## Exercise goal
Output every entry below word for word, minus the images.

## Extracted information
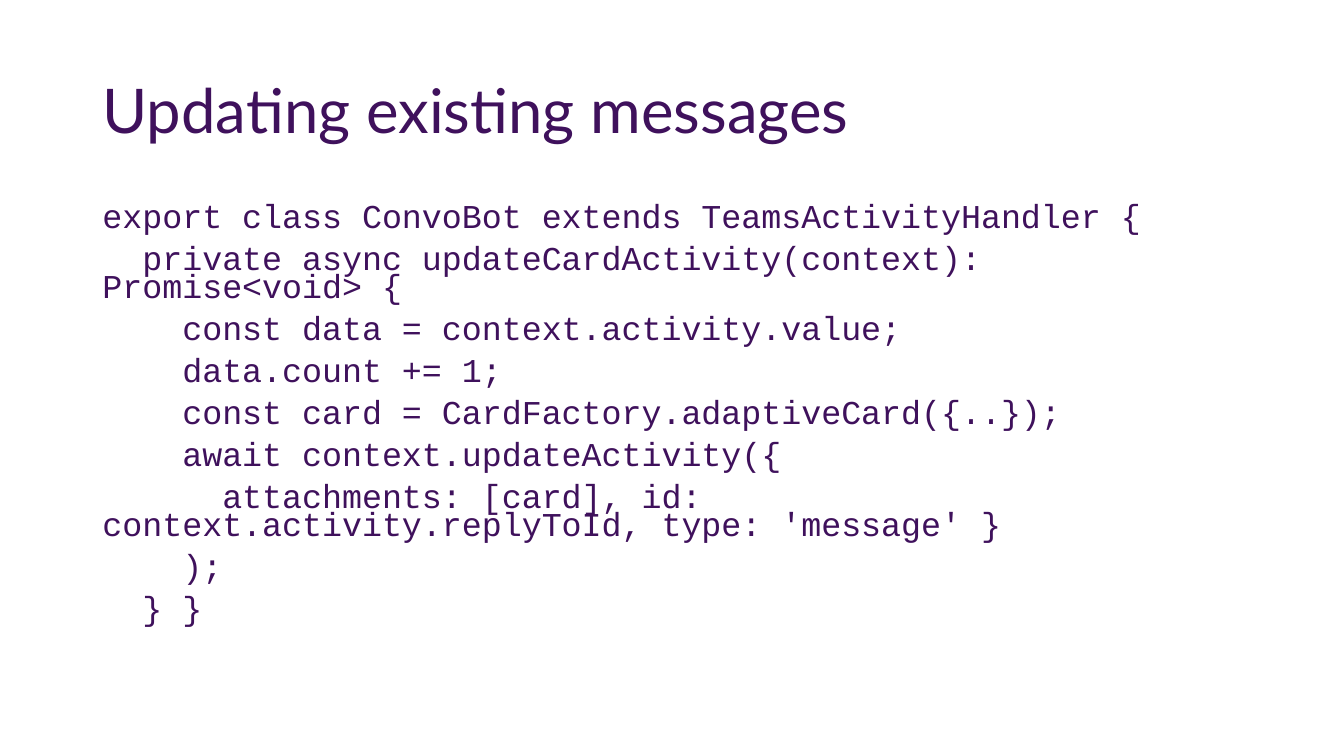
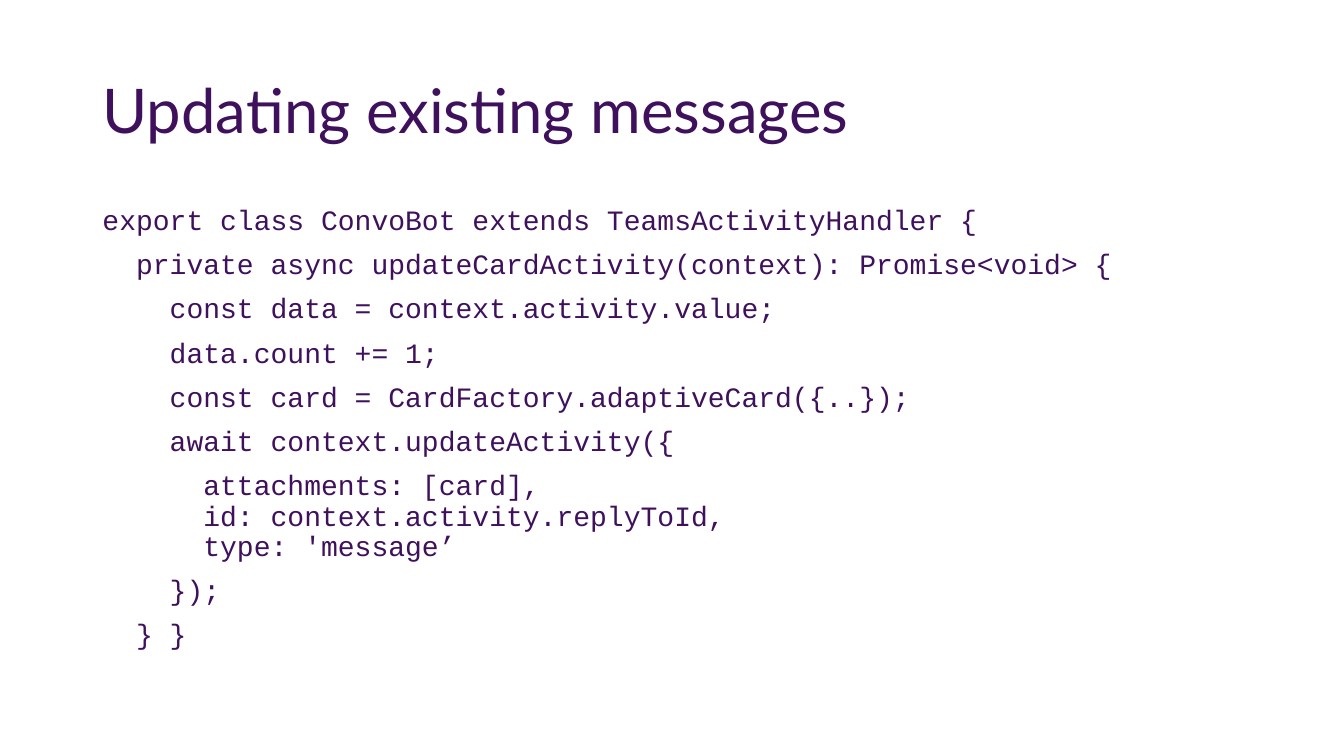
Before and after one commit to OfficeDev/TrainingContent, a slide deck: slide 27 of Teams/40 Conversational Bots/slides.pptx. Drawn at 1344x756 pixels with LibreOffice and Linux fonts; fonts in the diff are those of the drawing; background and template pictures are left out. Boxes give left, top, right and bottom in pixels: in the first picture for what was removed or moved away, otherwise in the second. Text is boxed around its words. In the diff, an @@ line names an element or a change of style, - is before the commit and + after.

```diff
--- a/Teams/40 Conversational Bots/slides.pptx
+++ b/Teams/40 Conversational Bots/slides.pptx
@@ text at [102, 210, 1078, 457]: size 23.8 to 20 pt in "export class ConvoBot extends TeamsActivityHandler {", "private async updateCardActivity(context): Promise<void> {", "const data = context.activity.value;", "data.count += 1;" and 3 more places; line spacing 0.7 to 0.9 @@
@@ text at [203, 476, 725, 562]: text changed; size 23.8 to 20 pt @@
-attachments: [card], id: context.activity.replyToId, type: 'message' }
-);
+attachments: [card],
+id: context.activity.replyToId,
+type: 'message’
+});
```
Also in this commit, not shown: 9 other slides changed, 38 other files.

## Response to the task
Before and after one commit to OfficeDev/TrainingContent, a slide deck: slide 27 of Teams/40 Conversational Bots/slides.pptx. Drawn at 1344x756 pixels with LibreOffice and Linux fonts; fonts in the diff are those of the drawing; background and template pictures are left out. Boxes give left, top, right and bottom in pixels: in the first picture for what was removed or moved away, otherwise in the second. Text is boxed around its words. In the diff, an @@ line names an element or a change of style, - is before the commit and + after.

```diff
--- a/Teams/40 Conversational Bots/slides.pptx
+++ b/Teams/40 Conversational Bots/slides.pptx
@@ text at [102, 210, 1078, 457]: size 23.8 to 20 pt in "export class ConvoBot extends TeamsActivityHandler {", "private async updateCardActivity(context): Promise<void> {", "const data = context.activity.value;", "data.count += 1;" and 3 more places; line spacing 0.7 to 0.9 @@
@@ text at [203, 476, 725, 562]: text changed; size 23.8 to 20 pt @@
-attachments: [card], id: context.activity.replyToId, type: 'message' }
-);
+attachments: [card],
+id: context.activity.replyToId,
+type: 'message’
+});
```
Also in this commit, not shown: 9 other slides changed, 38 other files.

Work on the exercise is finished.